Overall, saya mulai dapet flow politik. Saya juga makin jago tikpet. Kalau lagi rajin, narsum selesai, saya juga selesai tikpet omongannya. Solidnya temen-temen wartawan meski beda rumah media, kerap jadi penyemangat di tengah isu politik yang dinamis dan sering bikin gregetan. Saya juga beruntung banget punya temen yang supportif di kumparan, di antaranya Judith dan Retyan. Saya juga masih suka sharing sama Jodi, teman kampus yang kenalin saya sama kumparan, karena dia udah jadi reporter full time di kumparanSports.
ADVERTISEMENT
Saya juga merasakan berita-berita yang saya buat dengan lebih effort dari sebelumnya dan lebih bermanfaat. Misalnya, pengadaan gorden sultan rumah dinas anggota DPR senilai Rp 48 M jadi batal berkat temen-temen media, termasuk kumparan. Hehe.
Tes UKW
Hidup kalau enggak ada intermezonya emang enggak asik dan mustahil. Skill, paham medan, dan lanjut kegiatan wartawan dari apa yang saya dapat di lapangan nyatanya enggak cukup. Saya pun harus ikut Uji Kompetensi Wartawan (UKW) yang bekerja sama dengan LSPR.

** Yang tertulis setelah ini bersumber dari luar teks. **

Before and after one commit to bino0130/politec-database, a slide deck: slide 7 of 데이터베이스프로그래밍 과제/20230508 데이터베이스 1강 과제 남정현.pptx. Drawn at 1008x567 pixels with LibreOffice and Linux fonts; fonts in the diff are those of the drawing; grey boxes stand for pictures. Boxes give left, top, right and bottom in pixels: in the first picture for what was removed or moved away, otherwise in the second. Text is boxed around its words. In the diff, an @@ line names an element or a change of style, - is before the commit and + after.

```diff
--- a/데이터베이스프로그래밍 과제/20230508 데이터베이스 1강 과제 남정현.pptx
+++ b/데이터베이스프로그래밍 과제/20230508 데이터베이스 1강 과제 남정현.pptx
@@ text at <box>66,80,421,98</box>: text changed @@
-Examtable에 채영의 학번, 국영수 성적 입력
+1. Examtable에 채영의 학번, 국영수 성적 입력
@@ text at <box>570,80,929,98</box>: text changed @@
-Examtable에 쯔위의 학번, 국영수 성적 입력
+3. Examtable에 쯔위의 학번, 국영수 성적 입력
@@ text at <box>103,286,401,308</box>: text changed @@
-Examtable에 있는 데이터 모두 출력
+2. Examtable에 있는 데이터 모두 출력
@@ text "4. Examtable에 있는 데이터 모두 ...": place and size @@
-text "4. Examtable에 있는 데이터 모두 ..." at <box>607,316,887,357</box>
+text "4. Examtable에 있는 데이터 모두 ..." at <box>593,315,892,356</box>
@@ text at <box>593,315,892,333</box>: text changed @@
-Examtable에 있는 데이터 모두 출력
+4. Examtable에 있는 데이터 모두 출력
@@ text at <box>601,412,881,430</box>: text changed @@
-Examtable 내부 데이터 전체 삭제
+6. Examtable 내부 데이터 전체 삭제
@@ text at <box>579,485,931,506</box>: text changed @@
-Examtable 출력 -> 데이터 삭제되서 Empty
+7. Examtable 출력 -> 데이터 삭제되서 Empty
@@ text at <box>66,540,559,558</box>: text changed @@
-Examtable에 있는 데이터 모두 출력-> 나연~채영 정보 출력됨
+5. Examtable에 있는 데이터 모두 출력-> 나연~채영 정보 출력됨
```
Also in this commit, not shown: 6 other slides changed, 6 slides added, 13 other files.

Jujur, saya sempat kesal. Saya road tour parpol dan DPR dari Minggu sampai Jumat, lalu seharusnya libur di weekend. Badan saya linu, tangan saya keriting, mata juga siwer. Tapi saya jadi enggak libur karena UKW. Remuknya ada banget. Saya dateng ke kantor di Sabtu (25/6) dalam keadaan kayak zombie.
Hari pertama UKW dibuka dengan pembekalan materi kode etik jurnalistik dan panduan jurnalistik ramah anak. Saat mulai diberi pembekalan materi, saya sadar betapa pentingnya UKW. Semua hal yang saya lakukan mulai dari nulis, paham medan, adalah kebiasaan yang nemplok di saya karena pengaruh lapangan dan media lain. Padahal ternyata, banyak etika jurnalistik yang cenderung saya lupakan atau abaikan.
ADVERTISEMENT
Saya diingatkan untuk nulis lebih teliti sampai soal attitude yang baik saat wawancara narsum. Saya selama pegang politik, kan, paling sering nge-pos di DPR. Terkadang kalau udah akrab, suka kelewat batas dengan narsum. Nah, ini yang saya kedepannya diingatkan lebih hati-hati lewat tes UKW.
"Jangan lupa, tulisan kita dibaca banyak orang, sekarang semua orang bisa tinggal main capture," kata Mbak Aprida, penguji saya.
Alhamdulillah, saya lulus! Cukup bangga karena dua hari tes saya lalui dalam keadaan kurang fit. Saya sekarang udah jadi Wartawan Muda yang tersertifikasi Dewan Pers. Bisa dibilang, saya udah punya label halal MUI-nya wartawan nih, hehe.
Ya, kita lihat aja apakah saya masih kebablasan nulis sampai Wartawan Madya. Mudah-mudahan kalau jadi, tesnya enggak di hari libur saya, ya.